PBS - memory ressource (pbs_cgroup)

Dear all PBS users,

I looked on the forum but I have not really found a topic treating the issue I am facing.
We are running pbs version 20.0.0 on machines having CentOS 7.9.2009 (Core) OS installed on.

Within qmgr I checked that the pbs_cgroup hook is turned on:

Qmgr: list hook
Hook pbs_cgroups
type = site
enabled = true
event = execjob_begin,execjob_epilogue,execjob_end,execjob_launch,
execjob_attach,
execjob_resize,
execjob_abort,
exechost_periodic,
exechost_startup
user = pbsadmin
alarm = 120
freq = 10
order = 100
debug = false
fail_action = offline_vnodes

and I also checked the associated configuration file (the default one):

Qmgr: export hook pbs_cgroups application/x-config default
{
“cgroup_prefix” : “pbs_jobs”,
“exclude_hosts” : ,
“exclude_vntypes” : [“no_cgroups”],
“run_only_on_hosts” : ,
“periodic_resc_update” : true,
“vnode_per_numa_node” : false,
“online_offlined_nodes” : true,
“use_hyperthreads” : false,
“ncpus_are_cores” : false,
“discover_gpus” : true,
“manage_rlimit_as” : true,
“cgroup” : {
“cpuacct” : {
“enabled” : true,
“exclude_hosts” : ,
“exclude_vntypes” :
},
“cpuset” : {
“enabled” : true,
“exclude_cpus” : ,
“exclude_hosts” : ,
“exclude_vntypes” : ,
“mem_fences” : false,
“mem_hardwall” : false,
“memory_spread_page” : false
},
“devices” : {
“enabled” : false,
“exclude_hosts” : ,
“exclude_vntypes” : ,
“allow” : [
“b : rwm”,
“c : rwm”
]
},
“memory” : {
“enabled” : true,
“exclude_hosts” : ,
“exclude_vntypes” : ,
“soft_limit” : false,
“enforce_default” : true,
“exclhost_ignore_default” : false,
“default” : “256MB”,
“reserve_percent” : 0,
“reserve_amount” : “1GB”
},
“memsw” : {
“enabled” : false,
“exclude_hosts” : ,
“exclude_vntypes” : ,
“enforce_default” : true,
“exclhost_ignore_default” : false,
“default” : “0B”,
“reserve_percent” : 0,
“reserve_amount” : “64MB”,
“manage_cgswap” : false
},
“hugetlb” : {
“enabled” : false,
“exclude_hosts” : ,
“exclude_vntypes” : ,
“enforce_default” : true,
“exclhost_ignore_default” : false,
“default” : “0B”,
“reserve_percent” : 0,
“reserve_amount” : “0B”
}
}
}

It shows that the default memory limit is set to “256Mb” with a soft_limit being set to False.
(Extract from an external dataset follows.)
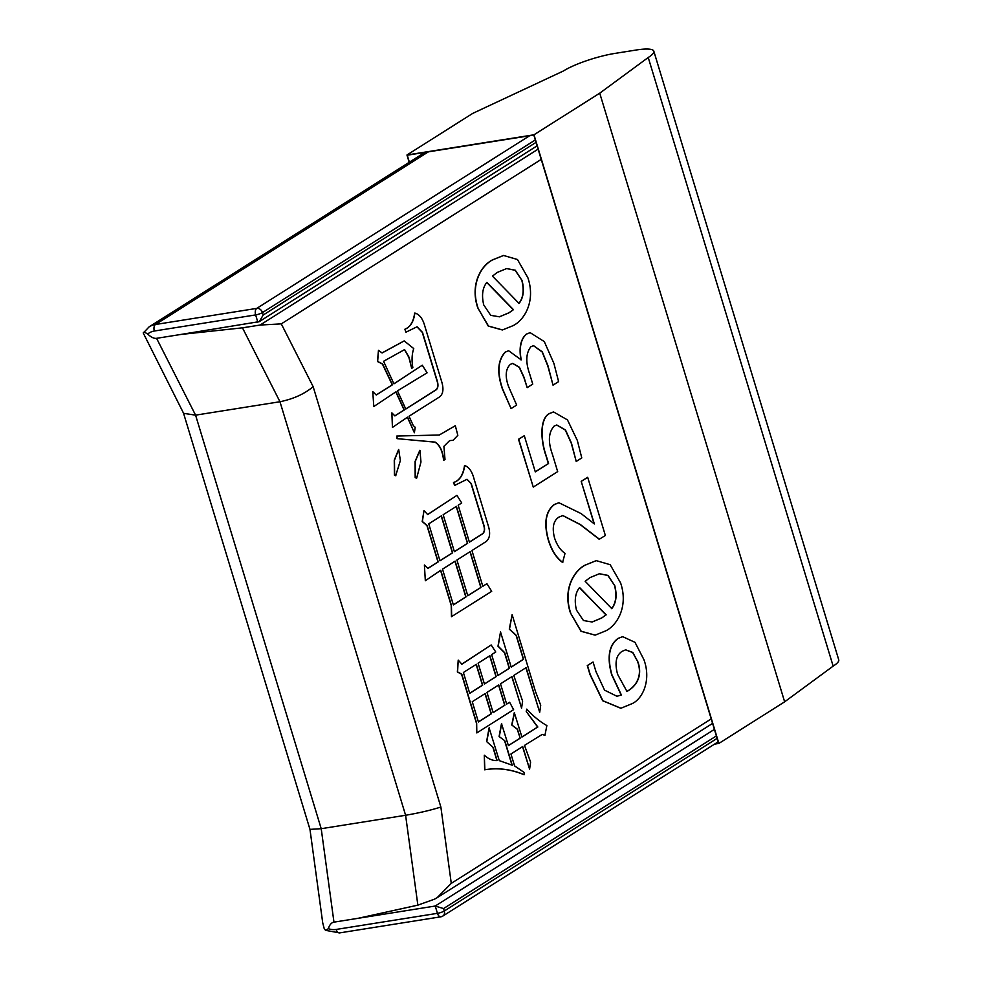 <?xml version="1.0" encoding="UTF-8"?>
<svg xmlns="http://www.w3.org/2000/svg" width="982" height="982" viewBox="0 0 982 982"><rect width="100%" height="100%" fill="white"/><g stroke="black" fill="none" stroke-linecap="round" stroke-linejoin="round"><path stroke-width="1.47" d="M502.354 329.964L488.275 326.098L477.731 307.771C469.74 284.068 481.475 265.177 492.706 259.788L503.471 255.492M511.082 408.61L502.637 389.019C496.966 372.485 497.911 360.161 505.435 352.047L508.651 350.758L521.209 359.878C519.048 347.763 520.816 339.171 526.512 334.089L530.157 332.665L544.298 341.601L553.909 363.401L558.611 381.617L553.026 385.153L548.03 365.942L542.297 351.838L533.57 345.664L530.894 346.732C525.898 353.115 525.493 362.198 529.679 374.007L532.747 384.109L527.174 387.632L524.007 377.235L519.417 367.268L512.776 363.414L510.37 364.347C505.57 368.95 504.944 376.315 508.516 386.454L516.667 405.075L511.082 408.61L502.428 389.056C496.757 372.522 497.69 360.198 505.227 352.084L508.541 350.77M520.988 359.915C518.84 347.8 520.607 339.195 526.303 334.125L530.047 332.677M553.026 385.153L547.809 365.967L542.125 351.937L533.459 345.676M527.174 387.632L523.799 377.26L519.245 367.366L512.678 363.426M535.276 471.826L548.349 463.553L546.004 455.82C540.603 440.869 539.437 418.283 549.552 413.459L553.431 411.949M576.213 461.442L571.463 443.103L565.497 429.993L556.819 424.997L554.179 426.053C548.422 432.362 547.882 441.9 552.535 454.703L557.678 471.63L533.263 487.084L518.729 439.236L524.302 435.701L535.313 471.912L548.557 463.529L546.213 455.783C540.812 440.832 539.646 418.246 549.76 413.434L553.541 411.937L567.473 419.903L577.318 440.439L581.786 457.919L576.213 461.442L571.254 443.14L565.325 430.091L556.708 425.01M533.263 487.084L518.508 439.273L524.302 435.701M594.085 523.725L581.197 481.315L587.69 477.313L605.366 535.497L599.229 539.278L580.153 524.572L562.735 515.562M599.45 539.253L580.362 524.535L562.846 515.55L558.832 517.146C553.357 520.791 551.933 527.715 554.535 537.94C556.99 545.182 560.489 550.313 565.043 553.332L562.588 562.477C556.229 557.862 551.442 550.301 548.226 539.781C543.647 522.964 545.636 511.229 554.192 504.564L558.795 502.759M595.08 635.145L580.988 631.279L570.456 612.952C562.465 589.249 574.2 570.358 585.432 564.981L596.184 560.673M616.868 696.299L621.164 694.998L611.663 674.683C606.839 657.179 608.963 645.088 618.034 638.398L622.563 636.68M620.808 708.255L602.629 700.731L589.998 674.536L587.273 665.575L593.067 662.003L596 671.663L604.556 690.15L616.978 696.287L621.373 694.961L611.872 674.646C607.048 657.142 609.171 645.051 618.243 638.361L622.674 636.667L634.998 642.326L643.91 659.646C651.582 680.526 642.388 699.245 631.868 703.75L620.919 708.243L602.838 700.706L590.207 674.511L587.482 665.538L593.067 662.003M409.371 162.19L407.248 155.205L533.84 135.074L711.213 718.898L451.278 883.37L437.15 897.695L434.547 899.156L417.866 905.146L358.16 918.293L333.966 922.147C331.474 922.552 329.596 924.737 328.344 928.702A20.732 16.608 -122.3 0 0 336.175 929.438L437.444 913.334L435.235 906.03L358.16 918.293M541.229 159.391L281.294 323.876L313.148 386.663C304.518 393.942 293.458 398.962 279.968 401.736L242.468 327.828L180.774 334.469L259.285 321.63L263.213 315.013L536.049 142.365M506.638 704.02L509.609 702.24L513.611 709.655L476.822 732.928L476.651 723.096L461.798 674.217L457.587 671.897L458.213 660.125L461.908 664.2L491.16 644.965L495.75 652.011L491.626 654.613L497.972 675.493L509.449 668.226L504.748 652.723L498.193 646.193L500.525 631.929L511.217 667.109L523.578 659.29L516.336 635.44L509.498 629.094L512.125 614.646L535.485 691.549L540.714 705.297L539.695 712.331L526.119 667.625L513.758 675.456L522.608 701.123L521.577 708.145L511.99 676.573L500.513 683.828L506.663 704.094L509.609 702.24M476.822 732.928L476.43 723.133L461.589 674.253L457.367 671.933L458.213 660.125M461.7 664.225L491.16 644.965M497.948 675.407L509.241 668.263L504.527 652.76L497.984 646.23L500.525 631.929M511.192 667.024L523.369 659.315L516.127 635.477L509.29 629.131L512.125 614.646M539.695 712.331L525.922 667.748M521.577 708.145L511.806 676.684M521.921 736.991L537.633 727.048L526.242 711.508L526.794 709.114C533.201 716.209 539.891 721.684 546.876 725.563L544.924 735.322L542.101 734.426M544.924 735.322L542.211 734.413L524.486 745.412L530.611 762.13L529.593 769.176L522.534 746.651M529.593 769.176L522.719 746.529L510.947 753.98L514.568 765.899L524.302 772.539L524.044 774.712C510.677 769.213 497.555 767.58 484.654 769.802L484.298 755.207C488.422 759.012 492.706 760.792 497.15 760.559L493.173 747.449L486.593 741.557L489.11 727.895L499.286 760.633L512.248 765.223L504.834 740.796L499.089 736.5L501.495 723.599L508.406 745.633L520.178 738.182L517.256 729.27L511.732 724.962L514.31 712.65L521.945 737.065L537.633 727.048M496.917 760.534L492.964 747.486M512.003 765.113L504.625 740.821M508.381 745.547L519.969 738.218M451.683 616.659L451.425 605.452L440.746 570.272L425.329 580.743L424.396 564.981L427.907 568.443L438.205 561.925L427.158 525.579L422.407 521.479L423.991 510.53L427.686 514.58L456.937 495.37L461.712 502.993L458.177 505.227L469.408 542.187L482.653 533.803C484.777 531.986 485.133 528.917 483.709 524.597L471.213 483.488L467.027 479.29L454.629 485.452L453.721 482.469C459.686 480.529 463.357 474.895 464.719 465.554C469.04 467.101 472.146 471.532 474.024 478.86L488.152 525.358C490.632 533.042 489.932 538.455 486.065 541.585L471.937 550.534L482.8 586.291L486.925 583.689L491.7 591.336L451.462 616.696L451.217 605.477L440.562 570.395M425.329 580.743L424.396 564.981M427.845 568.382L437.997 561.962L426.949 525.603L422.199 521.516L423.991 510.53M427.465 514.605L456.937 495.37M469.384 542.101L482.432 533.84C484.568 532.011 484.924 528.954 483.5 524.634L471.004 483.512L466.916 479.302M454.629 485.452L453.5 482.506C459.478 480.566 463.148 474.92 464.511 465.591L464.719 465.554M482.776 586.205L486.925 583.689M405.75 408.954L435.014 390.443C437.542 389.179 438.316 386.319 437.321 381.875L422.297 332.419L416.945 326.785M414.392 432.743L407.555 417.166L392.432 427.44L391.867 412.882L394.899 415.926L404.314 409.973L395.992 391.793L373.798 406.536L372.755 391.56L376.266 395.022L392.456 384.784L382.636 363.991L377.653 361.462L378.475 350.292L382.084 352.968L404.216 340.914L413.741 348.573C411.863 354.121 411.568 360.468 412.857 367.612L411.679 368.36L409.101 357.338L404.596 349.592L383.569 361.29L393.929 383.852L422.297 365.206L427.072 372.829L397.465 390.861L405.787 409.04L435.222 390.419C437.751 389.142 438.524 386.294 437.53 381.851L422.505 332.382L417.055 326.773L405.947 332.186L404.842 329.252C410.206 327.055 413.483 321.666 414.662 313.086L414.87 313.049C419.535 314.301 422.898 318.819 424.948 326.576L441.79 381.998C443.962 389.498 443.042 394.58 439.052 397.244L409.028 416.233L413.287 425.611L415.19 427.256L414.392 432.743L407.383 417.276M392.432 427.44L391.867 412.882M394.838 415.865L404.105 409.997L395.82 391.904M373.798 406.536L372.755 391.56M376.204 394.96L392.248 384.821L382.415 364.027L377.444 361.499L378.475 350.292M382.023 352.919L404.105 340.938M411.679 368.36L408.905 357.473L404.498 349.617M393.892 383.778L422.297 365.206M443.606 460.337C442.563 451.119 439.678 445.055 434.965 442.146L397.023 438.647L396.802 436.045L439.31 435.014L455.329 425.746L457.833 435.308L453.058 440.304L449.633 440.611L443.901 446.344L445.006 459.551L443.606 460.337M439.212 435.026L455.218 425.771M452.947 440.317L449.523 440.623M416.638 478.222L415.386 477.596L415.288 461.442L419.928 450.308L420.971 461.994L416.638 478.222L415.177 477.62L415.079 461.479L419.83 450.321M395.881 475.73L394.629 475.092L394.469 460.153L398.704 449.486L400.361 460.619L395.66 475.767L394.42 475.128L394.261 460.19L398.606 449.51M711.213 718.898L718.603 743.214L715.092 743.779M156.58 338.324L195.578 415.153L321.212 828.698L405.603 815.269L279.968 401.736L195.578 415.153L183.609 413.336L143.262 333.033C143.2 331.72 144.673 332.063 147.681 334.064C151.118 337.28 154.076 338.704 156.58 338.324L180.774 334.469M538.111 149.141L260.12 325.042L281.294 323.876M242.468 327.828L260.12 325.042M313.148 386.663L440.869 807.02C430.988 810.187 419.228 812.936 405.603 815.269L417.866 905.146M428.348 151.854L155.512 324.49A25.925 20.757 57.7 0 0 149.043 326.92L143.262 333.033M333.966 922.147L321.212 828.698L309.968 829.373L322.734 922.945L324.207 928.604L325.533 930.335L328.344 928.702M309.968 829.373L183.511 413.152M716.381 735.923L443.557 908.571L435.235 906.03L714.405 729.381M406.965 154.996L533.975 134.792L599.732 93.18L648.23 57.496A39.145 7.635 -16.9 0 0 653.816 51.187A39.145 7.635 -16.9 0 0 636.189 50.021L615.088 53.384A39.145 7.635 -16.9 0 0 563.435 70.974L472.735 113.384L406.965 154.996L409.175 162.3M714.552 744.123L718.885 743.423L533.975 134.792M599.732 93.18L784.643 701.823L718.885 743.423M648.23 57.496L833.153 666.127L784.643 701.823M653.816 51.187L838.738 659.818A39.145 7.635 163.1 0 1 833.153 666.127M476.331 664.298L463.381 672.498L469.715 693.366L482.665 685.166L476.331 664.298M478.099 663.181L484.433 684.049L496.205 676.61L489.871 655.731L478.099 663.181M485.206 693.513L472.256 701.713L478.418 721.979L491.356 713.779L485.206 693.513M486.974 692.396L493.124 712.662L504.895 705.211L498.746 684.945L486.974 692.396M484.408 683.975L495.996 676.635L489.687 655.853M478.381 721.893L491.147 713.816L485.022 693.636M469.691 693.28L482.457 685.203L476.147 664.421M493.099 712.576L504.687 705.248L498.561 685.068M520.178 738.182L517.465 729.233L511.732 724.962M511.941 724.925L514.519 712.625M504.834 740.796L499.089 736.5M499.31 736.463L501.704 723.574M493.173 747.449L486.593 741.557M486.802 741.52L489.318 727.858M524.253 774.688C510.898 769.176 497.764 767.543 484.863 769.765L484.654 769.802M484.863 769.765L484.298 755.207M537.841 727.011L526.242 711.508M526.45 711.471L526.794 709.114M456.925 560.022L467.8 595.792L481.033 587.408L470.169 551.651L456.925 560.022M442.501 569.155L453.377 604.912L466.033 596.909L455.157 561.139L442.501 569.155M428.741 523.848L439.973 560.808L452.628 552.805L441.397 515.845L428.741 523.848M443.164 514.728L454.396 551.688L467.641 543.304L456.409 506.344L443.164 514.728M453.353 604.838L465.812 596.946L454.973 561.262M439.948 560.722L452.42 552.829L441.213 515.955M467.763 595.706L480.824 587.445L469.985 551.761M454.371 551.602L467.432 543.341L456.225 506.467M405.947 332.186L404.842 329.252M405.05 329.216C410.415 327.018 413.692 321.63 414.87 313.049M443.827 460.3C442.772 451.082 439.887 445.018 435.173 442.109L397.023 438.647M397.231 438.61L396.802 436.045M622.269 651.238C616.058 655.141 614.511 662.85 617.617 674.364L626.958 691.438C633.869 687.781 643.529 678.231 638.005 662.089L632.789 652.429L625.694 649.851L622.269 651.238M638.005 662.089L632.629 652.514L625.595 649.863M626.749 691.463C633.66 687.817 643.308 678.255 637.797 662.126M570.665 612.915C562.674 589.212 574.409 570.321 585.64 564.945L596.295 560.648L610.178 564.699L620.612 582.952C628.627 606.643 616.917 625.534 605.673 630.898L595.178 635.133L581.197 631.242L570.456 612.952M589.937 577.637L585.174 581.307L611.774 608.607C616.168 603.058 617.175 595.436 614.818 585.775L607.993 575.391L599.401 573.733L589.937 577.637M601.671 618.009L606.176 614.842L579.576 587.518C575.231 592.993 574.188 600.518 576.459 610.092L583.443 620.526L592.158 621.999L601.671 618.009L605.968 614.879L579.478 587.666M614.818 585.775L607.833 575.452L599.302 573.758M611.565 608.644C615.947 603.083 616.966 595.473 614.609 585.812M592.06 622.011L601.463 618.046M562.796 562.441C556.438 557.825 551.651 550.264 548.435 539.756C543.856 522.927 545.845 511.192 554.413 504.539L558.905 502.747L581.111 513.586L594.368 523.958L581.197 481.315M581.405 481.278L587.69 477.313M477.939 307.734C469.948 284.031 481.696 265.14 492.915 259.764L503.57 255.467L517.453 259.506L527.886 277.759C535.902 301.449 524.192 320.353 512.96 325.705L502.465 329.94L488.484 326.061L477.731 307.771M497.223 272.456L492.461 276.114L519.048 303.426C523.443 297.865 524.449 290.255 522.093 280.594L515.268 270.21L506.675 268.552L497.223 272.456M508.946 312.828L513.463 309.661L486.863 282.337C482.506 287.812 481.462 295.337 483.733 304.911L490.718 315.332L499.445 316.818L508.946 312.828L513.242 309.698L486.765 282.485M522.093 280.594L515.108 270.271L506.577 268.577M518.84 303.463C523.234 297.902 524.241 290.291 521.884 280.619M499.335 316.83L508.737 312.865M440.869 807.02L451.278 883.37M257.849 322.206L255.639 314.915L154.358 331.02A5.18 2.934 -99 0 1 155.512 324.49L256.781 308.385L529.617 135.737M443.557 908.571L444.294 911.001L717.13 738.354M535.313 139.935L262.476 312.583L263.213 315.013M154.358 331.02A20.732 16.608 -122.3 0 0 147.681 334.064M444.294 911.001A5.18 1.007 163.1 0 1 437.444 913.334A5.18 2.934 -99 0 0 440.893 916.795A5.18 5.18 0 0 0 442.845 916.046A5.18 4.149 -122.3 0 0 444.294 911.001M325.533 930.335L339.612 932.9L440.893 916.795A5.18 2.934 -99 0 0 441.556 916.537A5.18 4.149 -122.3 0 0 442.845 916.046L718.186 741.827M339.612 932.9A5.18 2.934 -99 0 1 336.175 929.438M262.476 312.583A5.18 4.149 -122.3 0 0 256.781 308.385A5.18 2.934 -99 0 0 255.639 314.915A5.18 1.007 -16.9 0 0 262.476 312.583M437.15 897.695L712.588 723.403M149.043 326.92L424.813 152.419M259.285 321.63L537.105 145.839"/></g></svg>

Now submitting a job presenting the following the header:

#!/bin/bash -l
#PBS -l walltime=96:00:00
#PBS -l nodes=node1:ppn=1
#PBS -l mem=25gb
#PBS -q Q1
#PBS -o job.out
#PBS -e job.err

I see using qstat -f that the job is using resources_used.mem = 262144kb and a resources_used.vmem = 5218548kb while the requested ressources have been correctly understood by the system: Resource_List.select = 1:ncpus=1:mem=26214400KB:host=node1.

If I looked into the system files to get what is the actual memory limit set to my job, I get that:

cat /sys/fs/cgroup/memory/pbs_jobs.service/jobid/1964.NODE1/memory.limit_in_bytes
268435456

Therefore, I understand that PBS associated to my job a memory limit equal to 268.mb while I was requesting 25gb! My machine has 376Gb (resources_available.mem = 376355mb) of RAM available with 368Gb available at the moment of running this job.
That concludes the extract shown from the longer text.